Satire im arabischen Raum: Kein westliches Phänomen
Der Anschlag auf „Charlie Hebdo“ wird in den arabischen Medien verurteilt. Oft genug werden dort Autoren von Satire Opfer von Gewalt.
KAIRO taz | Von der Azhar-Universität, einer der höchsten Autoritäten des sunnitischen Islam, bis hin zu arabischen Journalistenverbänden wird der Anschlag in Paris als krimineller Akt verurteilt. „Der Westen trinkt jetzt aus dem gleichen Glas wie die Ägypter“, sagt der Kommentator Tamer Amin im ägyptischen Staatsfernsehen. Dort fühlt man sich bestätigt. Der ägyptischen Regierung werde von Europa immer wieder vorgeworfen, mit diktatorischen Mitteln den Terror zu bekämpfen. Jetzt bekomme Europa selbst den Terror zu spüren.
Menschen, die für ihre Meinung und ihr Schaffen von militanten Islamisten angegriffen werden, sind aber kein westliches Monopol. Die meisten Opfer stammen selbst aus der islamischen oder arabischen Welt. Das prominineste ist wohl der inzwischen verstorbenen Literaturnobelpreisträger Nagib Mahfuz.
In seinem Buch „Die Kinder unserer Gasse“ beschrieb er das Zusammenleben mehrerer Propheten. Hinter Adham, Gabal, Rifaa und Kasim, mit denen er die Menschheitsgeschichte symbolisch in einer Gasse schildert, verbergen sich Adam, Moses, Jesus und Mohammed. Die literarische Abbildung der Propheten war 1994 für seinen militanten Angreifer genug, Mahfuz ein Messer in den Hals zu rammen. Der Schriftsteller wurde schwer verletzt, aber überlebte.
Zwei Jahre zuvor war der ägyptische Publizist Farag Foda von Mitgliedern der militanten Gruppe „Gama'a Islamija erschossen worden. Er war bekannt für seine scharfen Artikel und Satiren gegen die radikalen Islamisten. Er wollte, so seine eigene Aussage, den Islam gegen die Verdrehungen der Radikalen schützen und bezahlte das mit dem Tod.
Hochkonjunktur der Satire
In den letzten vier Jahren erlebte die Satire in der arabischen Welt nach den Aufständen in Tunesien und Ägypten eine Hochkonjunktur. Allerdings wurde der König der arabischen Satire, der Ägypter Bassem Yussuf, von seinem saudischen Sender MBC abgesetzt, nachdem die ägyptische Militärregierung gegen das Programm interveniert hatte. Die Satire ging den Herrschern zu weit.
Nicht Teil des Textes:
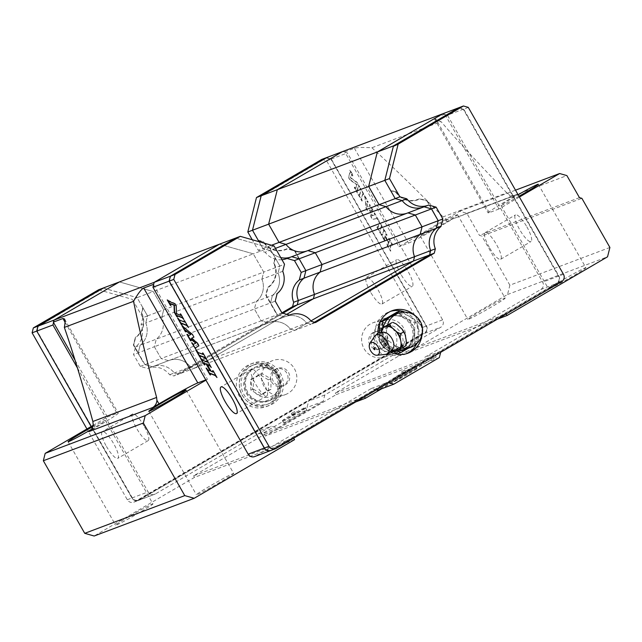 <?xml version="1.0" encoding="UTF-8"?>
<svg xmlns="http://www.w3.org/2000/svg" width="642" height="642" viewBox="0 0 642 642"><rect width="100%" height="100%" fill="white"/><g stroke="black" fill="none" stroke-linecap="round" stroke-linejoin="round"><path stroke-width="0.48" stroke-dasharray="3.21 2.41" d="M271.534 245.244L262.899 248.502L259.007 241.681L262.899 248.502L258.22 250.26L252.226 239.747M275.466 248.35L269.833 250.476L262.899 248.502L269.833 250.476A19.228 18.618 69.3 0 0 280.723 257.57A19.228 18.618 -110.7 0 1 269.833 250.476L265.162 252.234L258.22 250.26M428.72 205.039L287.046 258.469A19.228 18.618 -110.7 0 1 286.589 258.646M281.95 259.729A19.228 18.618 -110.7 0 1 265.162 252.234M142.789 307.59L137.115 297.639L132.445 299.405L142.853 317.662L147.532 315.896L142.789 307.59L141.433 313.344A18.867 18.265 69.3 0 1 135.406 337.291L133.656 344.987L142.949 361.799L133.367 345.003L135.406 337.291M143.046 308.032L141.746 313.184A19.228 18.618 -110.7 0 1 135.598 337.588L133.745 344.955L138.231 352.819L140.133 345.26A19.228 18.618 69.3 0 0 145.75 322.966L141.079 324.724A19.228 18.618 -110.7 0 1 135.462 347.025L133.56 354.585L140.301 366.405L147.716 368.516A19.228 18.618 -110.7 0 1 148.174 368.331A19.228 18.618 -110.7 0 1 169.608 374.743L173.886 375.963L281.902 312.863M314.436 322.22L310.88 324.298L306.603 323.078A19.228 18.618 69.3 0 0 285.168 316.667A19.228 18.618 69.3 0 0 284.711 316.851L268.565 322.942A19.228 18.618 -110.7 0 1 269.022 322.757A19.228 18.618 -110.7 0 1 290.457 329.169L294.734 330.389L310.953 320.912L294.734 330.389L290.457 329.169A19.228 18.618 69.3 0 0 269.022 322.757A19.228 18.618 69.3 0 0 268.565 322.942L261.15 320.831L254.409 309.011L256.31 301.451A19.228 18.618 69.3 0 0 261.92 279.15L161.896 316.875L163.678 309.805L153.261 291.548L137.115 297.639L147.532 315.896L145.75 322.966L147.532 315.896L163.678 309.805L161.896 316.875A19.228 18.618 -110.7 0 1 156.279 339.177A19.228 18.618 69.3 0 0 161.896 316.875L145.75 322.966A19.228 18.618 -110.7 0 1 140.133 345.26L135.462 347.025M294.662 306.37L181.646 372.817L178.556 374.198L174.279 372.986A19.228 18.618 69.3 0 0 152.844 366.574A19.228 18.618 69.3 0 0 152.387 366.751L147.716 368.516M281.966 312.975L277.296 314.74L284.711 316.851A19.228 18.618 -110.7 0 1 285.168 316.667L289.373 315.086L284.711 316.851L277.296 314.74L261.15 320.831L268.565 322.942L168.541 360.66L161.118 358.549L168.541 360.66A19.228 18.618 -110.7 0 1 168.998 360.483A19.228 18.618 -110.7 0 1 190.425 366.895A19.228 18.618 69.3 0 0 168.998 360.483A19.228 18.618 69.3 0 0 168.541 360.66L152.387 366.751A19.228 18.618 -110.7 0 1 152.844 366.574A19.228 18.618 -110.7 0 1 174.279 372.986L169.608 374.743M98.611 289.775L132.445 299.405M103.29 288.009L137.115 297.639L103.226 288.049M299.14 258.814L294.654 250.958L287.423 248.895A19.228 18.618 -110.7 0 1 285.714 249.642A19.228 18.618 -110.7 0 1 263.469 242.074L258.325 240.67M299.06 258.846L294.574 250.982L287.343 248.927A19.228 18.618 -110.7 0 1 285.634 249.674A19.228 18.618 -110.7 0 1 263.38 242.106L263.758 241.882A18.867 18.265 69.3 0 0 287.263 248.566L294.887 250.645L304.34 267.931M258.156 240.188L263.685 241.761M263.469 242.074L258.413 240.638M291.725 256.704L291.725 256.704A19.228 18.618 -110.7 0 1 291.267 256.888M142.853 317.662L141.079 324.724M321.762 159.417L326.593 160.789L421.802 327.701A5.441 5.272 -110.7 0 1 419.94 335.084L134.555 501.803A5.441 5.272 -110.7 0 1 127.309 499.741L86.935 428.968M277.36 374.294A22.679 21.956 69.3 0 0 250.38 364.158A22.679 21.956 69.3 0 0 239.41 396.467A22.679 21.956 69.3 0 0 266.39 406.595A22.679 21.956 69.3 0 0 277.36 374.294M103.771 288.146L38.319 326.385L37.156 331.023L132.284 497.807A5.08 4.919 69.3 0 0 139.049 499.733L424.434 333.005A5.08 4.919 69.3 0 0 426.176 326.12L331.039 159.336L326.489 158.036L261.037 196.275M275.747 312.036L266.149 295.023L268.003 287.656A19.228 18.618 69.3 0 0 274.15 263.252L273.749 263.437A18.867 18.265 -110.7 0 1 267.722 287.383L265.692 295.103L275.266 311.9L277.296 314.74L270.555 302.92L272.457 295.36A19.228 18.618 69.3 0 0 278.074 273.059L261.92 279.15A19.228 18.618 -110.7 0 1 256.31 301.451L156.279 339.177L154.377 346.728L161.118 358.549L144.972 364.64L152.387 366.751L144.972 364.64L142.949 361.799M278.243 374.751A18.145 17.567 -110.7 0 1 269.463 400.592A18.145 17.567 -110.7 0 1 246.624 389.814A18.145 17.567 -110.7 0 1 256.656 366.638A18.145 17.567 -110.7 0 1 278.243 374.751A18.145 17.567 -110.7 0 1 269.463 400.592A18.145 17.567 -110.7 0 1 246.624 389.814A18.145 17.567 -110.7 0 1 256.656 366.638A18.145 17.567 -110.7 0 1 278.243 374.751M142.957 308.064L141.657 313.216A19.228 18.618 -110.7 0 1 135.518 337.62L135.293 337.363M140.301 366.405L144.972 364.64L138.231 352.819L154.377 346.728L156.279 339.177L140.133 345.26L138.231 352.819L133.56 354.585M143.431 361.936L143.094 361.518M242.387 395.344A22.679 21.956 69.3 0 0 269.367 405.479A22.679 21.956 69.3 0 0 280.337 373.171A22.679 21.956 69.3 0 0 253.357 363.035A22.679 21.956 69.3 0 0 242.387 395.344M326.489 158.036L331.184 159.055L426.392 325.967A5.441 5.272 -110.7 0 1 424.531 333.358L139.145 500.078A5.441 5.272 -110.7 0 1 131.891 498.015L91.116 426.529M326.593 160.789L331.039 159.336M148.174 368.331L285.168 316.667A19.228 18.618 -110.7 0 1 306.603 323.078L174.279 372.986L178.556 374.198L173.886 375.963M282.881 313.24L181.164 372.681M276.542 375.385A18.145 17.567 69.3 0 0 254.962 367.28A18.145 17.567 69.3 0 0 244.923 390.456A18.145 17.567 69.3 0 0 267.762 401.234A18.145 17.567 69.3 0 0 276.542 375.385M282.905 313.24L178.556 374.198L194.703 368.115L286.749 314.339L194.703 368.115L190.425 366.895L194.703 368.115L310.88 324.298L306.603 323.078L311.274 321.321M326.441 157.651L331.272 159.023L426.473 325.935A5.441 5.272 -110.7 0 1 424.619 333.326L308.642 401.073L307.028 407.477L261.487 434.08L255.203 432.291L139.226 500.046A5.441 5.272 -110.7 0 1 131.979 497.983L91.196 426.481M119.436 281.926L153.261 291.548L163.678 309.805L263.702 272.088L253.285 253.831L153.261 291.548L119.436 281.926M54.161 320.053L53.543 322.517M77.457 367.994L148.125 491.892A5.441 5.272 69.3 0 0 155.372 493.955L271.349 426.2L277.633 427.989L323.175 401.386L324.788 394.982L440.765 327.235A5.441 5.272 69.3 0 0 442.619 319.852L347.418 152.932L342.587 151.56L344.786 151.873L398.891 246.729L459.608 211.258L466.862 213.321L479.438 235.365L481.853 236.055L581.877 198.33M264.031 386.396A18.145 17.567 -110.7 0 1 272.802 360.547A18.145 17.567 -110.7 0 1 294.389 368.66A18.145 17.567 -110.7 0 1 285.61 394.501A18.145 17.567 -110.7 0 1 264.031 386.396M331.272 159.023L347.418 152.932M384.654 236.906L385.248 237.026L388.659 243.013L388.209 245.083L387.15 243.824L386.99 244.321L390.801 250.998L390.063 248.647L391.596 243.799L392.599 245.316L392.752 244.827L388.948 238.15L389.686 240.493L389.092 242.379L388.787 242.098L385.256 235.766L385.898 233.768L386.885 235.301L387.046 234.812L383.234 228.135L383.972 230.478L382.463 235.205L381.436 233.808L381.284 234.306L385.088 240.983L384.349 238.631L384.951 236.754L388.474 243.543L387.904 245.26L386.845 244L386.693 244.498L390.497 251.174L389.758 248.823L391.291 243.984L392.294 245.493L392.455 245.003L388.643 238.326L389.381 240.67L388.771 242.572L385.072 236.288L385.593 233.945L386.58 235.478L386.741 234.988L382.929 228.311L383.667 230.655L382.183 235.349L381.131 233.985L380.979 234.482L384.783 241.159L384.044 238.808L384.646 236.93M378.852 220.455L379.591 222.798L378.106 227.493L377.055 226.128L376.902 226.626L380.706 233.303L379.976 230.96L381.508 226.112L382.504 227.621L382.664 227.132L378.547 220.631L379.286 222.975L377.801 227.669L376.758 226.305L376.597 226.803L380.409 233.479L379.671 231.136L381.212 226.273L382.207 227.806L382.359 227.308L378.547 220.631M362.24 200.922L361.502 198.579L363.051 193.707L364.038 195.24L364.191 194.751L360.387 188.074L361.125 190.417L359.64 195.112L358.589 193.748L358.429 194.245L362.24 200.922L361.197 198.755L362.73 193.908L363.733 195.417L363.886 194.927L360.082 188.25L360.82 190.594L359.335 195.288L358.284 193.924L358.132 194.422L361.936 201.098M350.05 179.559L357.048 184.647L355.82 188.491L354.777 187.071L354.625 187.568L357.666 192.905L357.153 190.802L358.605 186.204L359.464 187.231L359.624 186.734L357.121 182.352L350.66 177.649L351.776 174.151L352.972 175.836L353.124 175.346L350.083 170.002L350.428 171.815L348.718 177.216L349.754 179.736L356.743 184.824L355.516 188.668L354.472 187.247L354.32 187.745L357.369 193.09L356.848 190.979L358.3 186.381L359.167 187.408L359.319 186.918L356.824 182.537L350.355 177.826L351.479 174.327L352.667 176.02L352.819 175.523L349.778 170.178L350.131 171.992L348.413 177.393L349.754 179.736M364.768 195.754L366.237 207.928L367.762 210.6L370.217 209.862L371.188 216.611L372.713 219.283L377.055 218.424L378.13 219.949L378.282 219.452L374.479 212.775L375 214.837L372.232 215.672L371.726 209.878L373.179 211.266L373.331 210.777L369.712 204.429L370.137 206.13L367.288 206.989L367.023 200.898L368.035 202.254L368.195 201.757L364.768 195.754L364.303 196.42L365.041 197.905L365.932 208.104L367.457 210.777L369.912 210.038L370.883 216.787L372.408 219.46L376.75 218.601L377.825 220.126L374.174 212.951L374.695 215.014L371.935 215.848L371.421 210.054L372.874 211.443L373.026 210.953L369.415 204.605L369.84 206.307L366.983 207.165L366.718 201.074L367.73 202.431L367.89 201.941L364.463 195.93M400.921 274.351A15.424 3.812 59.7 0 1 396.756 259.673A15.424 3.812 59.7 0 1 407.822 271.068A15.424 3.812 59.7 0 1 412.308 286.3A15.424 3.812 59.7 0 1 400.921 274.351M324.788 394.982L308.642 401.073M323.175 401.386L307.028 407.477M277.633 427.989L261.487 434.08M284.221 423.086A13.241 0.538 -29.7 0 0 297.005 416.257A13.241 0.538 -29.7 0 0 306.812 410.045A13.241 0.538 -29.7 0 0 295.039 416.144A13.241 0.538 -29.7 0 0 283.804 423.174A13.241 0.538 -29.7 0 0 284.221 423.086M255.203 432.291L271.349 426.2M106.428 446.391A15.424 3.812 -120.3 0 0 117.815 458.34A15.424 3.812 -120.3 0 0 113.65 443.662A15.424 3.812 -120.3 0 0 102.255 431.713A15.424 3.812 -120.3 0 0 106.428 446.391M370.562 292.086A15.424 3.812 59.7 0 1 366.397 277.408A15.424 3.812 59.7 0 1 377.464 288.804A15.424 3.812 59.7 0 1 381.95 304.035A15.424 3.812 59.7 0 1 370.562 292.086M282.785 420.566A13.241 0.538 150.3 0 1 282.368 420.654A13.241 0.538 150.3 0 1 293.603 413.625A13.241 0.538 150.3 0 1 305.375 407.534A13.241 0.538 150.3 0 1 295.569 413.737A13.241 0.538 150.3 0 1 282.785 420.566M144.009 425.927A15.424 3.812 -120.3 0 0 132.621 413.978A15.424 3.812 -120.3 0 0 136.786 428.655A15.424 3.812 -120.3 0 0 148.174 440.605A15.424 3.812 -120.3 0 0 144.009 425.927M292.351 414.981L295.44 413.191L292.351 414.981M291.452 413.408L294.55 411.618L291.452 413.408M609.9 247.459L509.876 285.184L507.517 294.534L407.028 353.244L497.462 319.138M507.517 294.534L607.541 256.808M585.199 267.866A21.475 0.875 150.3 0 1 585.889 267.722A21.475 0.875 150.3 0 1 567.664 279.118A21.475 0.875 150.3 0 1 548.581 289.004A21.475 0.875 150.3 0 1 564.487 278.941A21.475 0.875 150.3 0 1 585.199 267.866M504.468 298.313A21.475 0.875 150.3 0 1 505.15 298.169A21.475 0.875 150.3 0 1 486.933 309.564A21.475 0.875 150.3 0 1 467.849 319.451A21.475 0.875 150.3 0 1 483.747 309.388A21.475 0.875 150.3 0 1 504.468 298.313M294.526 439.674L194.502 477.391L94.157 536.014M233.022 473.611A21.475 0.875 150.3 0 1 233.704 473.467A21.475 0.875 150.3 0 1 215.487 484.862A21.475 0.875 150.3 0 1 196.404 494.741A21.475 0.875 150.3 0 1 212.301 484.678A21.475 0.875 150.3 0 1 233.022 473.611M152.282 504.058A21.475 0.875 150.3 0 1 152.973 503.914A21.475 0.875 150.3 0 1 134.748 515.309A21.475 0.875 150.3 0 1 115.664 525.188A21.475 0.875 150.3 0 1 131.57 515.125A21.475 0.875 150.3 0 1 152.282 504.058M93.082 425.381L107.431 416.995L75.09 360.298M154.377 346.728L161.118 358.549L261.15 320.831L254.409 309.011L270.555 302.92L272.457 295.36L256.31 301.451L254.409 309.011L154.377 346.728M307.871 250.613A19.228 18.618 -110.7 0 1 307.414 250.797M509.876 285.184L481.853 236.055M407.028 353.244L406.129 351.664L335.284 393.048L435.316 355.331L506.153 313.946L406.129 351.664M355.772 401.908L265.347 436.014L336.183 394.629L335.284 393.048M265.347 436.014L264.448 434.433L193.603 475.818L293.627 438.101L364.471 396.716L264.448 434.433M194.502 477.391L193.603 475.818M271.614 381.958A9.068 8.779 69.3 0 0 287.423 374.43A9.068 8.779 69.3 0 0 276.004 369.038A9.068 8.779 69.3 0 0 271.614 381.958M261.92 279.15L263.702 272.088L279.848 265.997L269.439 247.74L253.285 253.831L219.46 244.201L253.285 253.831L263.702 272.088L261.92 279.15M336.183 394.629L436.207 356.904L381.717 388.739M436.207 356.904L435.316 355.331M519.41 197.03L498.914 209.003L444.818 114.156L442.627 113.835L447.442 115.215L542.651 282.127A5.441 5.272 -110.7 0 1 540.789 289.51L424.811 357.265L423.198 363.661L377.665 390.272M153.566 284.791L207.454 379.27L205.938 380.16M371.646 344.24A9.068 8.779 -110.7 0 1 376.035 331.32A9.068 8.779 -110.7 0 1 387.455 336.705A9.068 8.779 -110.7 0 1 371.646 344.24M107.431 416.995L117.045 413.368A36.289 1.469 150.3 0 1 118.232 413.119A36.289 1.469 150.3 0 1 95.217 427.893L88.869 431.601M92.761 426.705A21.475 0.875 150.3 0 1 104.678 420.598A21.475 0.875 150.3 0 1 105.368 420.454A21.475 0.875 150.3 0 1 91.316 429.45M459.608 211.258L515.502 190.176M498.914 209.003L489.268 212.646A36.289 1.469 150.3 0 1 488.113 212.887A36.289 1.469 150.3 0 1 511.136 198.113L517.484 194.406L453.742 218.44L447.394 222.148A36.289 1.469 150.3 0 1 408.505 243.101L398.891 246.729M518.985 196.275A21.475 0.875 150.3 0 1 500.985 205.544A21.475 0.875 150.3 0 1 518.118 194.767M456.863 214.861A21.475 0.875 150.3 0 1 457.545 214.717A21.475 0.875 150.3 0 1 439.329 226.112A21.475 0.875 150.3 0 1 420.245 235.991A21.475 0.875 150.3 0 1 436.143 225.928A21.475 0.875 150.3 0 1 456.863 214.861M444.818 114.156L435.172 117.791L434.433 118.778L488.113 212.887M344.786 151.873L354.4 148.246C356.727 147.435 362.553 147.267 371.87 147.756L441.086 121.659C437.138 120.535 434.923 119.573 434.433 118.778M579.461 197.64L479.438 235.365M466.862 213.321L566.886 175.595M453.742 218.44A9.068 8.779 -110.7 0 1 445.363 218.593L443.076 216.892L506.827 192.849L509.106 194.558A9.068 8.779 69.3 0 0 517.484 194.406M371.87 147.756C392.222 166.222 415.96 189.27 443.076 216.892M506.827 192.849C479.935 165.138 458.027 141.409 441.086 121.659M369.944 344.882A9.068 8.779 -110.7 0 1 374.334 331.954A9.068 8.779 -110.7 0 1 385.754 337.347A9.068 8.779 -110.7 0 1 369.944 344.882M273.315 381.316A9.068 8.779 -110.7 0 1 277.705 368.396A9.068 8.779 -110.7 0 1 289.125 373.788A9.068 8.779 -110.7 0 1 273.315 381.316M407.895 212.895L407.911 212.895A19.228 18.618 -110.7 0 1 407.437 213.072M282.745 271.301L278.074 273.059L279.848 265.997L284.526 264.231M376.34 389.895L371.381 388.482L255.404 456.229A5.441 5.272 -110.7 0 1 254.625 456.598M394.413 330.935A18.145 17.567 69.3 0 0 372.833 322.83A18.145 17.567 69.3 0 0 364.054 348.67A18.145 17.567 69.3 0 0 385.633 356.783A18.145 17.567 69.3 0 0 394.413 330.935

Doch Satire gegen die militanten Islamisten ist weiterhin beliebt. Heute geht es vor allem gegen die selbsternannten Dschihadisten des „Islamischen Staates“. Bekannt ist die irakische Serie „Staat der Mythen“. Der Titel entstammt einem Wortspiel. Aus „Daulat al-Khalifa“, also „Staat des Kalifats“, wurde „Daulat al-Khurafa“, Staat der Mythen. In der Serie wird die gesamte Ideologie der Militanten aufs Korn genommen. In einer Szene kommen beispielsweise die selbsternannten Wächter des Islam zu einem Gemüsehändler und fordern von ihm, männliches und weibliches Gemüse mit unterschiedlichen grammatikalischen arabischen Endungen strikt zu trennen.
Die 30 Folgen des Fernsehsenders al-Irakia können auch im Territorium des Islamischen Staates empfangen werden. Alle Schauspieler wissen, dass sie ihr Engagement mit dem Leben bezahlen würden, sollte die IS-Miliz bis nach Bagdad vordringen. Ein Grund, warum manche der Drehbuchschreiber lieber anonym bleiben möchten.
Auch der libanesische Fernsehsender LBC sendet Anti-IS-Sketche. In einem von ihnen fährt ein christliches Paar ängstlich über eine Landstraße und gerät in eine Straßensperre mit IS-Kämpfern. „Wenn ihr Christen, Schiiten oder Abtrünnige seid, schlachten wir euch ab“, droht deren Anführer mit angeklebten Bart. „Zitiere mir eine Sure aus dem Koran“, fordert der den Fahrer auf. Der fängt an zu zitieren und der IS-Kommandeur beginnt zu lächeln. „Das sind Muslime, lasst sie weiterfahren“, weist er seine Männer an. Bei der Weiterfahrt wendet sich die Frau verwundert an ihren Mann. „Du hast doch gar nicht aus dem Koran zitiert, sondern aus der Bibel, wieso leben wir noch?“ Der Mann antwortet verschmitzt: „Wenn die den Koran kennen würden, würden sie keine Menschen abschlachten.“ Im Hintergrund winken die Dschihadisten freundlich zum Abschied.